Tech stocks sink in Hong Kong on renewed concerns about regulations as China slows the approval for online games
- Hang Seng Index tumbled 2.3 per cent, the biggest drag in more than six weeks as tech giants paced losses
- Tech benchmark sank 4.5 per cent after Beijing summoned Tencent, NetEase and others, and said to slow the approval for new online titles

The Hang Seng Index tumbled 2.3 per cent to 25,716 on Thursday, the most since a 4.2 per cent setback on July 27. The city’s tech benchmark sank 4.5 per cent, also the biggest loss since July 27. The Shanghai Composite Index climbed 0.5 per cent to 3,693.13, reversing an earlier decline.
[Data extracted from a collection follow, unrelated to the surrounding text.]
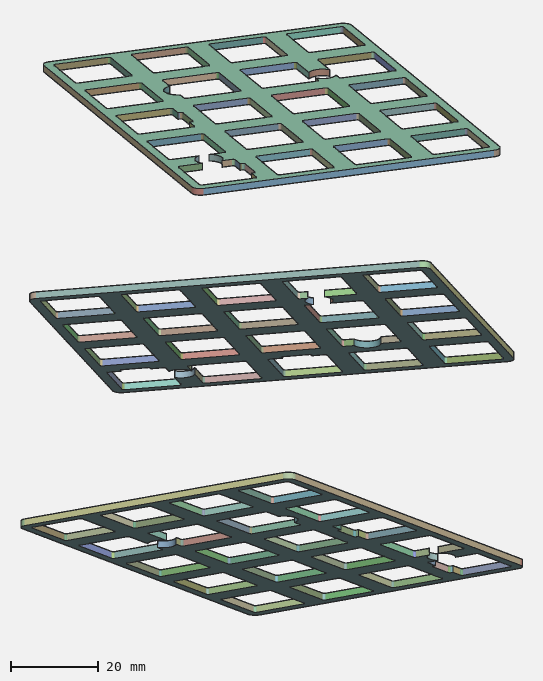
import cadquery as cq

plate_length = 94.95
plate_width = 75.7
plate_thickness = 1.6
plate_corner_radius = 2.1

grid_center_x = -0.1
columns = 5
rows = 4
pitch = 19.1
window_size = 14.0
window_corner_radius = 0.5

clearance_radius = 3.2
clearance_centers = [
    (-16.4, pitch),
    (-18.1, -15.9),
    (29.0, -27.1),
]

notch_width = 7.0
notch_depth = 1.0
notched_columns = [2, 4]


def column_x(column):
    """X of a window column's center, counted from the left."""
    return grid_center_x + (column - (columns - 1) / 2) * pitch


def row_y(row):
    """Y of a window row's center, counted from the bottom."""
    return (row - (rows - 1) / 2) * pitch


def full_depth_block(length, width, center):
    """Rectangular block as thick as the plate, standing on Z = 0."""
    return cq.Workplane("XY").center(*center).rect(length, width).extrude(plate_thickness)


plate = full_depth_block(plate_length, plate_width, (0, 0))
plate = plate.edges("|Z").fillet(plate_corner_radius)

for column in range(columns):
    for row in range(rows):
        window = full_depth_block(window_size, window_size, (column_x(column), row_y(row)))
        plate = plate.cut(window.edges("|Z").fillet(window_corner_radius))

notch_reach = window_size / 2 + notch_depth
for column in notched_columns:
    notch_center = (column_x(column), row_y(0) + notch_reach / 2)
    notch = full_depth_block(notch_width, notch_reach, notch_center)
    plate = plate.cut(notch.edges("|Z and >Y").fillet(window_corner_radius))

clearance_holes = (
    cq.Workplane("XY")
    .pushPoints(clearance_centers)
    .circle(clearance_radius)
    .extrude(plate_thickness)
)
result = plate.cut(clearance_holes)

Tencent Holdings, China’s biggest developer of online games, led losses with a 8.5 per cent slide while its closest rival NetEase slumped 11 per cent. Alibaba Group Holding, the owner of this newspaper, lost 5.8 per cent while Meituan fell 4.8 per cent.
“The regulatory policies are showing that government is imposing more control in the tech [sector], particularly online gaming,” said Edison Pun, senior market analyst at Saxo Markets. “The Hang Seng and tech stocks are facing strong resistance, so the upside will be very limited given the current situation.”
Education tech companies also slumped. Scholar Education slipped 7.8 per cent while New Oriental Education and Technology lost 5.5 per cent.